BUSINESS

10% decline in persistent stock due to flat margin expectations

Monday saw a 9.7% decline in the share price of IT giant Persistent Systems to Rs 3,510.60 on the BSE after the company’s guidance for unchanged Ebit margins in FY25. In the previous six years, this was the largest decline in the company’s stock price in a single day.

 

In addition, the business revealed a flat EBIT margin of 14.5% for the March quarter, defying market expectations that margins would rise in Q4.

According to Sunil Sapre, CFO and executive director of Persistent Systems, deal ramp-ups in BFSI, healthcare, and a few high-tech software transactions resulted in a large increase in on-site staffing, which is why margin did not improve.

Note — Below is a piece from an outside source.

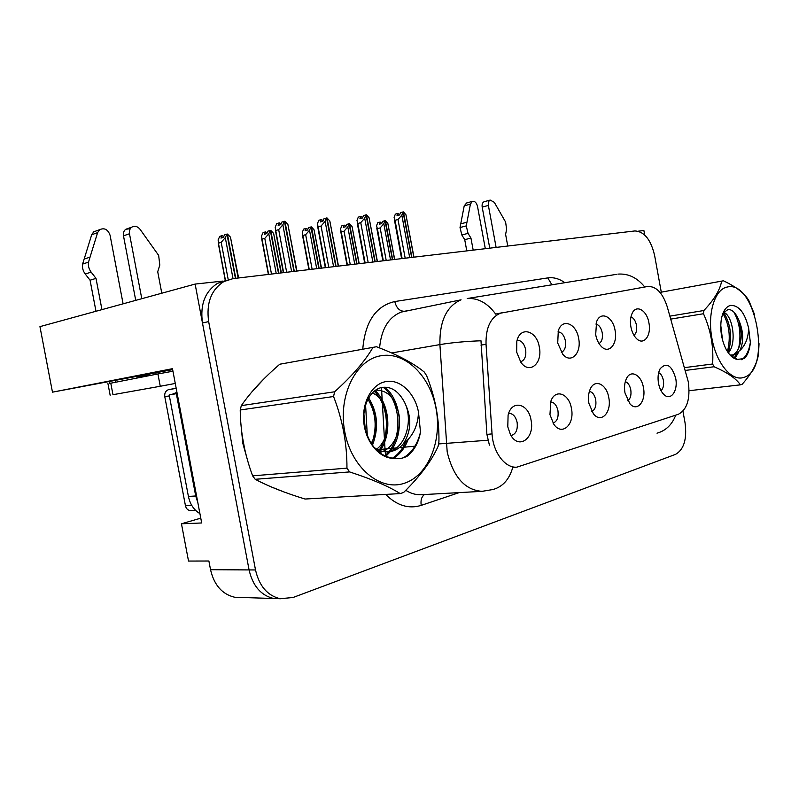<?xml version="1.0" encoding="UTF-8"?>
<svg xmlns="http://www.w3.org/2000/svg" width="799" height="799" viewBox="0 0 799 799"><rect width="100%" height="100%" fill="white"/><g stroke="black" fill="none" stroke-linecap="round" stroke-linejoin="round"><path stroke-width="1.2" d="M172.654 369.627L52.474 392.159L39.95 326.631L195.126 284.074L249.078 569.917C252.774 585.917 260.953 595.445 273.628 598.491L280.429 598.761L273.628 598.491C260.953 595.445 252.774 585.917 249.078 569.917L202.477 323.026C199.97 304.649 205.023 291.395 217.648 283.265L226.417 280.349M591.829 411.515C595.175 409.697 596.473 405.802 595.714 399.82C594.616 394.896 592.508 392.069 589.392 391.36M608.778 397.632C606.671 383.959 594.526 378.317 590.131 389.343C588.424 393.438 588.014 398.112 588.903 403.375L593.377 413.752C601.138 423.979 611.934 412.314 608.778 397.632M561.327 352.359C564.803 350.671 566.151 346.826 565.392 340.803C564.084 335.25 561.637 332.254 558.032 331.825M578.646 338.426C576.359 323.345 562.077 317.772 558.291 330.926L557.722 343.041L562.766 354.257C570.915 364.334 581.802 353.108 578.646 338.426M553.058 423.071C557.093 421.522 558.721 417.388 557.942 410.676C556.663 405.193 554.226 402.267 550.621 401.927M571.425 408.429C569.148 393.458 555.055 388.324 550.811 401.368L549.962 414.641L553.687 424.039C561.757 436.644 574.95 424.599 571.425 408.429M511 435.475L511.35 435.445C515.984 434.047 517.902 429.702 517.123 422.411C515.655 416.369 512.858 413.373 508.743 413.413L508.623 413.433M531.045 420.104C528.539 403.315 511.67 399.33 508.094 415.21L507.784 426.836L510.361 434.346C518.331 450.436 535.09 438.371 531.045 420.104M627.714 400.728C630.471 398.741 631.49 395.086 630.771 389.742C629.812 385.318 627.994 382.621 625.297 381.642M643.435 387.615C641.467 374.961 630.781 369.078 626.446 378.586C624.548 382.621 624.069 387.405 624.988 392.948L629.942 403.825C637.242 412.334 646.301 401.138 643.435 387.615M661.023 390.651C663.28 388.564 664.059 385.138 663.38 380.374C662.551 376.399 660.973 373.832 658.666 372.664M675.684 378.297C671.649 365.063 666.456 361.907 660.104 368.818C658.106 372.733 657.567 377.547 658.506 383.26C659.445 388.074 661.192 391.78 663.749 394.376C670.581 401.577 678.311 390.881 675.684 378.297M633.987 335.36C636.324 333.373 637.153 329.977 636.453 325.173C635.495 320.709 633.657 317.942 630.96 316.893M648.928 322.936C646.94 310.122 636.024 303.92 632.019 313.647C630.411 317.383 630.041 321.807 630.9 326.911C631.929 332.114 633.887 336.089 636.773 338.846C643.854 345.787 651.545 335.45 648.928 322.936M599.04 343.58C601.897 341.702 602.965 338.077 602.226 332.704C601.108 327.72 598.99 324.833 595.864 324.044M615.08 330.396C612.953 316.574 600.578 310.561 596.573 321.787L595.684 334.671C596.653 339.615 598.511 343.53 601.257 346.396C608.878 354.666 617.927 343.88 615.08 330.396M520.509 361.757L520.818 361.717C524.813 360.129 526.411 356.074 525.632 349.553C524.104 343.35 521.258 340.264 517.103 340.314M539.315 347.106C536.808 330.317 519.939 325.692 516.813 341.443L516.673 352.089L520.838 362.227C529.367 374.891 542.871 363.385 539.315 347.106M688.279 381.762L667.235 306.766C662.701 292.883 656.189 286.122 647.689 286.481L500.554 313.168C490.526 317.373 485.692 327.74 486.032 344.279L492.054 433.897C493.033 452.384 505.148 468.324 516.863 467.155L678.371 414.291C687.17 409.567 690.476 398.721 688.279 381.762M222.951 281.068L195.126 284.074M644.713 235.006L643.894 230.521L638.301 231.191M52.474 392.159L172.474 368.689L201.688 522.975L181.453 523.784L200.779 518.161M241.797 597.492L234.746 597.262C222.192 594.306 214.122 585.118 210.537 569.697L208.889 561.008L188.524 561.058L181.453 523.784M149.832 374.691L138.537 376.719L149.803 374.531M138.377 375.9L138.537 376.719M263.83 378.986L251.645 392.169M241.468 429.732L242.816 443.385L246.452 456.329M616.329 274.367L467.215 298.516C478.042 297.837 487.54 303.041 495.71 314.127L497.657 313.617M489.417 445.173L486.901 434.396L480.988 340.774C465.388 341.363 451.695 342.641 439.899 344.599C439.51 321.148 446.561 306.217 461.063 299.815L401.198 312.099C388.534 317.193 381.333 329.138 379.585 347.945M496.269 313.947L500.294 313.218M270.032 486.411L284.414 492.124M661.282 292.134L654.621 255.53C650.895 239.69 644.324 231.5 634.915 230.941L233.008 278.631L223.82 281.598C211.186 289.767 206.132 303.091 208.649 321.578L255.51 569.957C259.226 586.047 267.425 595.635 280.119 598.701L293.013 597.512L675.594 454.341C683.984 449.467 687.13 438.961 685.053 422.821L682.945 411.215M280.998 224.01L279.29 222.871L278.172 225.388L280.739 224.599L281.857 222.082L284.424 221.283L282.856 224.829L278.671 229.623L275.725 230.512L283.625 272.629M293.982 271.39L284.424 221.283M291.635 271.67L282.856 224.829M286.661 272.259L278.671 229.623M279.29 222.871L276.744 223.66L275.176 227.176L275.725 230.512M296.629 271.081L287.89 224.419L284.903 221.243L294.292 271.36M296.948 271.041L287.89 224.419M238.152 278.022L230.472 237.153L227.425 234.057L235.755 278.302M218.447 243.176L218.127 239.84L219.765 236.354L222.142 235.605L220.973 238.092L223.37 237.353L224.529 234.856L226.936 234.107L225.298 237.613L221.193 242.327L218.447 243.176L225.468 280.499M235.435 278.342L226.936 234.107M238.601 277.962L230.472 237.153M223.74 236.554L222.142 235.605M225.298 237.613L233.018 278.631M228.224 279.68L221.193 242.327M323.136 220.754L321.418 219.515L320.379 221.942L322.956 221.173L323.985 218.746L326.571 217.967L325.123 221.383L321.058 226.027L318.102 226.896L325.712 267.635M335.77 266.437L326.571 217.967M333.582 266.696L325.123 221.383M328.759 267.266L321.058 226.027M321.418 219.515L318.851 220.284L317.403 223.68L318.102 226.896M338.247 266.147L329.827 221.003L327.021 217.927L336.059 266.407M338.496 266.117L329.827 221.003M362.596 217.708L360.868 216.369L359.91 218.716L362.486 217.967L363.445 215.62L366.032 214.861L364.694 218.167L360.748 222.661L357.792 223.51L365.133 262.951M374.911 261.792L366.032 214.861M372.853 262.032L364.694 218.167M368.189 262.591L360.748 222.661M360.868 216.369L358.302 217.128L356.963 220.414L357.792 223.51M377.238 261.513L369.098 217.807L366.451 214.821L375.18 261.762M377.418 261.493L369.098 217.807M399.64 214.851L397.902 213.423L397.013 215.69L399.59 214.961L400.479 212.684L403.066 211.945L401.827 215.141L397.992 219.495L395.036 220.334L402.127 258.566M411.645 257.438L403.066 211.945M409.707 257.668L401.827 215.141M405.183 258.207L397.992 219.495M397.902 213.423L395.345 214.152L394.097 217.338L395.036 220.334M413.822 257.178L405.962 214.801L403.465 211.915L411.894 257.408M413.962 257.158L405.962 214.801M281.028 272.928L273.618 233.388L270.751 230.382L278.781 273.198M262.022 239.201L261.543 235.985L263.061 232.619L265.458 231.89L264.379 234.297L266.786 233.568L267.875 231.161L270.292 230.422L268.774 233.807L264.789 238.372L262.022 239.201L268.624 274.407M278.481 273.238L270.292 230.422M281.388 272.888L273.618 233.388M267.076 232.938L265.458 231.89M268.774 233.807L276.214 273.498M271.49 274.067L264.789 238.372M321.228 268.164L314.067 229.852L311.51 226.916L319.121 268.414M302.871 235.475L302.262 232.379L303.67 229.123L306.077 228.414L305.078 230.731L307.495 230.022L308.504 227.695L310.931 226.966L309.523 230.242L305.657 234.666L302.871 235.475L309.253 269.583M318.831 268.444L310.931 226.966M321.508 268.124L314.067 229.852M307.705 229.543L306.077 228.414M309.523 230.242L316.714 268.694M312.119 269.243L305.657 234.666M358.991 263.68L352.069 226.526L349.513 223.69L357.003 263.92M341.253 231.98L340.514 228.993L341.822 225.837L344.239 225.138L343.31 227.385L345.737 226.686L346.666 224.439L349.103 223.73L347.795 226.896L344.039 231.191L341.253 231.98L347.415 265.058M356.744 263.95L349.103 223.73M359.21 263.66L352.069 226.526M345.877 226.357L344.239 225.138M347.795 226.896L354.746 264.189M350.292 264.719L344.039 231.191M394.536 259.465L387.835 223.4L385.418 220.644L392.669 259.685M377.368 228.694L376.529 225.797L377.747 222.741L380.164 222.062L379.295 224.239L381.722 223.56L382.591 221.373L385.028 220.674L383.81 223.75L380.154 227.915L377.368 228.694L383.33 260.794M392.419 259.715L385.028 220.674M394.696 259.445L387.835 223.4M381.802 223.36L380.164 222.062M383.81 223.75L390.541 259.935M386.207 260.454L380.154 227.915M489.757 248.169L482.197 207.121L488.379 205.433L496.119 247.41M466.786 250.896L464.718 239.66L470.951 238.092L473.178 250.137M485.313 248.699L477.492 206.292C476.474 202.566 474.736 200.939 472.279 201.408L470.411 204.135L466.256 225.897L468.044 233.368L470.951 238.092M464.718 239.66L461.812 234.956L468.044 233.368M466.256 225.897L460.024 227.525L464.209 205.862L466.616 202.986M460.024 227.525L461.812 234.956M466.906 222.232L460.673 223.87M507.755 246.032L505.607 234.367L506.596 229.403L505.637 222.122L494.291 202.307L490.187 200.07L483.994 201.777C482.426 202.636 481.817 204.414 482.197 207.121M488.379 205.433C488.009 202.706 488.608 200.929 490.187 200.07M484.494 201.638L483.994 201.777M149.982 375.48L149.663 373.812M135.73 300.364L123.485 235.825L129.478 233.757L141.783 298.706M155.815 372.684L156.115 374.302M197.852 502.701L195.705 495.969L176.339 393.707L177.198 393.597M176.339 393.707L169.178 394.916L188.414 496.449C190.082 504.309 193.917 510.032 199.91 513.597M171.745 394.486L176.949 392.319M112.969 394.696L160.259 386.267L157.922 373.952L172.954 371.205M110.781 383.2L157.922 373.952M175.271 383.45L160.259 386.267M95.98 311.26L90.067 280.209L96 278.372L101.952 309.632M115.386 380.294L115.735 382.102M109.683 383.27L109.343 381.473M123.096 303.83L110.082 235.286C107.955 229.423 104.469 227.555 99.635 229.683L97.598 232.639L88.509 262.132C88 265.727 88.889 269.063 91.156 272.129L96 278.372M90.067 280.209L85.243 274.017L91.156 272.129M88.509 262.132L82.597 264.079L91.685 234.766L93.723 231.82L96.589 230.791M82.597 264.079C82.097 267.665 82.976 270.971 85.243 274.017M137.168 377.957L136.839 376.189M89.947 257.148L84.045 259.126M161.788 293.223L157.723 271.74L159.8 265.068L158.651 255.4L140.125 229.393C137.538 226.277 134.741 225.538 131.745 227.176L125.763 229.283C123.815 230.781 123.056 232.968 123.485 235.825M129.478 233.757C129.038 230.881 129.798 228.684 131.745 227.176M130.337 228.654L125.763 229.283M244.774 449.487L242.397 436.813M256.429 386.706L258.976 383.959M176.17 388.184L168.319 389.722C165.563 390.881 164.384 393.198 164.784 396.674L185.458 505.787C186.217 508.803 187.905 510.391 190.532 510.571L190.881 510.551M727.22 287.041C714.805 289.188 707.275 313.298 711.899 338.277C716.333 363.305 731.534 381.552 743.569 377.478C772.283 370.366 755.924 279.61 727.22 287.041M754.656 314.806L748.863 300.604C744.668 293.423 736.189 286.821 723.405 280.799L660.014 292.394M669.892 316.134L703.859 310.511C714.086 299.785 720.019 289.987 721.657 281.128M703.859 310.511L703.49 313.737L670.731 319.101M684.513 367.64L712.598 363.994C713.767 346.596 710.73 329.847 703.49 313.737M712.598 363.994L714.056 366.751L685.312 370.436M689.108 390.711L740.423 384.848C736.099 378.486 727.31 372.464 714.056 366.751M740.423 384.848L742.131 384.299C751.889 373.373 757.342 363.245 758.491 353.927L759.05 343.69M722.506 339.945L720.758 325.183M728.358 352.928C737.267 343.081 732.533 314.946 723.604 312.319M730.016 354.996L734.071 354.986L739.974 350.391C743.939 341.373 743.529 331.235 738.745 320L738.526 319.52C735.509 312.639 731.994 309.313 727.969 309.533L723.035 313.138M731.734 355.235C740.903 352.898 743.969 332.494 738.745 320M730.526 355.515L733.402 355.126M730.536 305.398C725.852 306.686 722.755 311.46 721.257 319.72C719.889 330.307 721.567 340.274 726.281 349.622C729.577 355.485 733.252 358.741 737.307 359.38L744.368 358.591C747.704 355.165 749.702 349.782 750.351 342.461L748.663 328.319C744.948 312.818 738.905 305.178 730.536 305.398M730.236 355.225L737.307 359.38M748.663 328.319C748.293 337.997 745.397 345.358 739.974 350.391M727.42 351.55C730.905 337.518 729.407 324.803 722.925 313.408M734.041 358.172L736.688 353.787M738.656 348.204C741.362 334.811 739.774 322.776 733.891 312.099M741.732 359.73C746.146 356.624 749.023 350.861 750.351 342.461M728.259 352.788C732.443 337.817 730.905 324.304 723.644 312.269M734.88 358.601L738.725 351.999M741.332 334.062L739.395 321.877M380.284 355.855C355.555 360.229 337.887 396.044 344.759 431.75C351.26 467.545 380.034 491.405 404.024 483.375C428.144 475.874 442.256 441.088 436.044 408.509C430.152 375.84 404.933 350.951 380.284 355.855M400.209 493.582L403.605 492.494C420.144 476.184 431.63 460.813 438.082 446.391L438.921 441.947C439.38 419.265 435.275 397.183 426.626 375.69L424.279 372.044C413.373 363.126 397.433 354.686 376.459 346.736L279.77 364.234C263.6 378.147 250.786 391.939 241.318 405.622L240.219 409.987C240.499 432.339 244.634 454.291 252.624 475.844L255.201 479.3C268.434 486.341 285.053 492.913 305.068 499.035L400.209 493.582C388.654 486.351 371.785 479.13 349.612 471.919L255.201 479.3M241.318 405.622L334.621 391.78C352.359 375.77 365.143 360.968 372.983 347.395M334.621 391.78L333.563 396.514L240.219 409.987M252.624 475.844L346.956 468.144C347.056 443.715 342.591 419.835 333.563 396.514M346.956 468.144L349.612 471.919M281.488 363.875L279.77 364.234M364.973 428.574L363.795 414.961M371.086 443.415C379.455 429.982 377.388 409.807 367.67 399.53M376.738 449.098C393.747 436.344 389.522 399.101 372.214 392.958M379.165 452.554L381.363 451.964M382.821 451.415C394.426 446.811 401.388 429.852 399.041 414.881C395.285 398.042 387.425 389.812 375.45 390.182M373.792 447.19C378.546 450.726 383.65 452.254 389.113 451.765L392.089 451.215C396.494 449.957 400.219 447.53 403.265 443.944C411.805 430.471 411.934 416.049 403.675 400.679L403.265 400.029C397.692 390.691 390.781 386.466 382.511 387.355C370.267 389.053 361.518 406.391 364.224 424.519C368.459 444.534 378.177 455.81 393.388 458.346C398.282 459.225 402.936 458.476 407.32 456.089C414.172 450.636 418.566 442.626 420.494 432.069L418.496 412.134C414.861 392.709 399.42 378.257 385.108 381.752C371.535 384.579 361.657 403.006 363.825 422.601C365.842 442.217 379.445 458.356 393.388 458.346M387.355 451.874L389.083 451.495C406.681 447.57 413.902 417.817 403.675 400.679M377.358 450.996L389.113 451.765M418.496 412.134C417.997 425.697 412.923 436.304 403.265 443.944M371.575 444.174C377.338 427.994 376.109 412.963 367.91 399.071M379.135 450.256C390.811 432.768 387.954 404.634 374.162 391.15M384.818 456.079L388.803 451.795M389.023 451.505C403.285 433.607 399.67 399.989 383.2 387.265M392.309 458.246C398.072 454.621 402.536 449.198 405.692 441.977M403.325 457.797C411.865 452.753 417.587 444.184 420.494 432.069M365.343 430.072L363.875 413.772M372.404 445.373C378.966 428.274 377.707 412.424 368.599 397.812M378.956 452.384L379.515 451.625M380.194 450.666C392.429 433.078 389.443 403.825 375.071 390.451M385.687 456.469L390.312 451.605M390.801 450.956C404.674 432.928 401.008 399.959 384.828 387.195M393.408 458.356C399.939 454.371 404.823 448.139 408.059 439.66M210.537 569.697L255.51 569.957M486.032 344.279L480.948 345.138M502.271 312.749L497.427 313.657M492.054 433.897L486.901 434.396M459.225 492.603L421.233 505.368C420.474 500.384 421.552 496.768 424.459 494.531M421.233 505.368C408.688 509.233 396.833 505.577 385.677 494.411M405.782 490.316C410.596 493.392 415.56 494.861 420.654 494.741L421.962 494.671M483.115 491.285L482.067 491.345C464.868 490.067 453.243 476.933 447.19 451.934L439.899 344.599L391.66 352.958M512.748 467.445C509.303 479.46 502.711 486.811 492.973 489.507L482.067 491.345L421.872 494.681M617.897 274.117C628.244 273.358 637.193 277.662 644.763 287.011M487.869 440.239L438.571 443.944M657.008 433.178C665.807 430.711 672.059 424.698 675.744 415.15M367.33 436.084L365.572 404.783M362.766 349.183C365.073 321.867 375.75 305.987 394.786 301.543L547.804 277.902C553.567 277.093 559.25 278.691 564.873 282.706M208.649 321.578L202.477 323.026M408.898 310.521L404.284 311.27C399.54 311.161 396.374 307.915 394.786 301.543M415.71 446.112L399.32 447.66M396.314 447.949L385.008 449.018L385.218 451.785M381.473 387.545L385.008 449.018L377.677 449.587M385.258 452.114L385.867 456.549M551.899 284.804L547.804 277.902M470.411 204.135L464.209 205.862M195.705 495.969L188.414 496.449M112.989 394.786L110.751 383.061M97.598 232.639L91.685 234.766M185.458 505.787L191.76 505.427M164.784 396.674L169.368 395.904M168.789 389.612L176.189 388.314M234.746 597.262L280.119 598.701M500.554 313.168L495.989 314.037M516.863 467.155L512.339 467.475M223.82 281.598L217.648 283.265M409.058 310.491L405.033 311.151M283.335 272.659L275.375 230.182M225.298 280.529L218.227 242.956M325.343 267.675L317.642 226.457M364.684 263.011L357.223 222.961M401.607 258.626L394.376 219.675M268.374 274.437L261.702 238.891M308.923 269.623L302.461 235.066M347.016 265.108L340.744 231.47M382.861 260.854L376.768 228.085M472.279 201.408L466.077 203.136M172.644 394.237L177.168 393.468M107.935 383.62L110.162 395.285M99.635 229.683L93.723 231.82M190.532 510.571L195.555 510.311M168.319 389.722L176.199 388.344"/></g></svg>

The effort to boost margin was being hindered by a rise in subcontracting expenses from little less than 11% to 14%, according to Sapre. Within the next two to three years, the business has projected for a rise in Ebit margins of 200–300 basis points. There would not, however, be a margin increase in the foreseeable future.

The BFSI category was under pressure, according to Sapre, since the macro climate remained unstable and it would take an additional two to three quarters for interest rate decreases and geopolitical issues to materialize. Healthcare and life sciences drove Persistent’s expansion, which was later followed by BFSI and high-tech software.

Overall, I don’t see any problems with the structure. For us, the price landscape remains steady. Simply said, deal ramp-ups are led on-site when they occur and require some time to transition to an off-shore model. We had a dual-edged impact. The costs associated with being on-site are going to go up significantly, and you also need to prepare the offshore staff. We increased the headcount for that reason, according to Sapre.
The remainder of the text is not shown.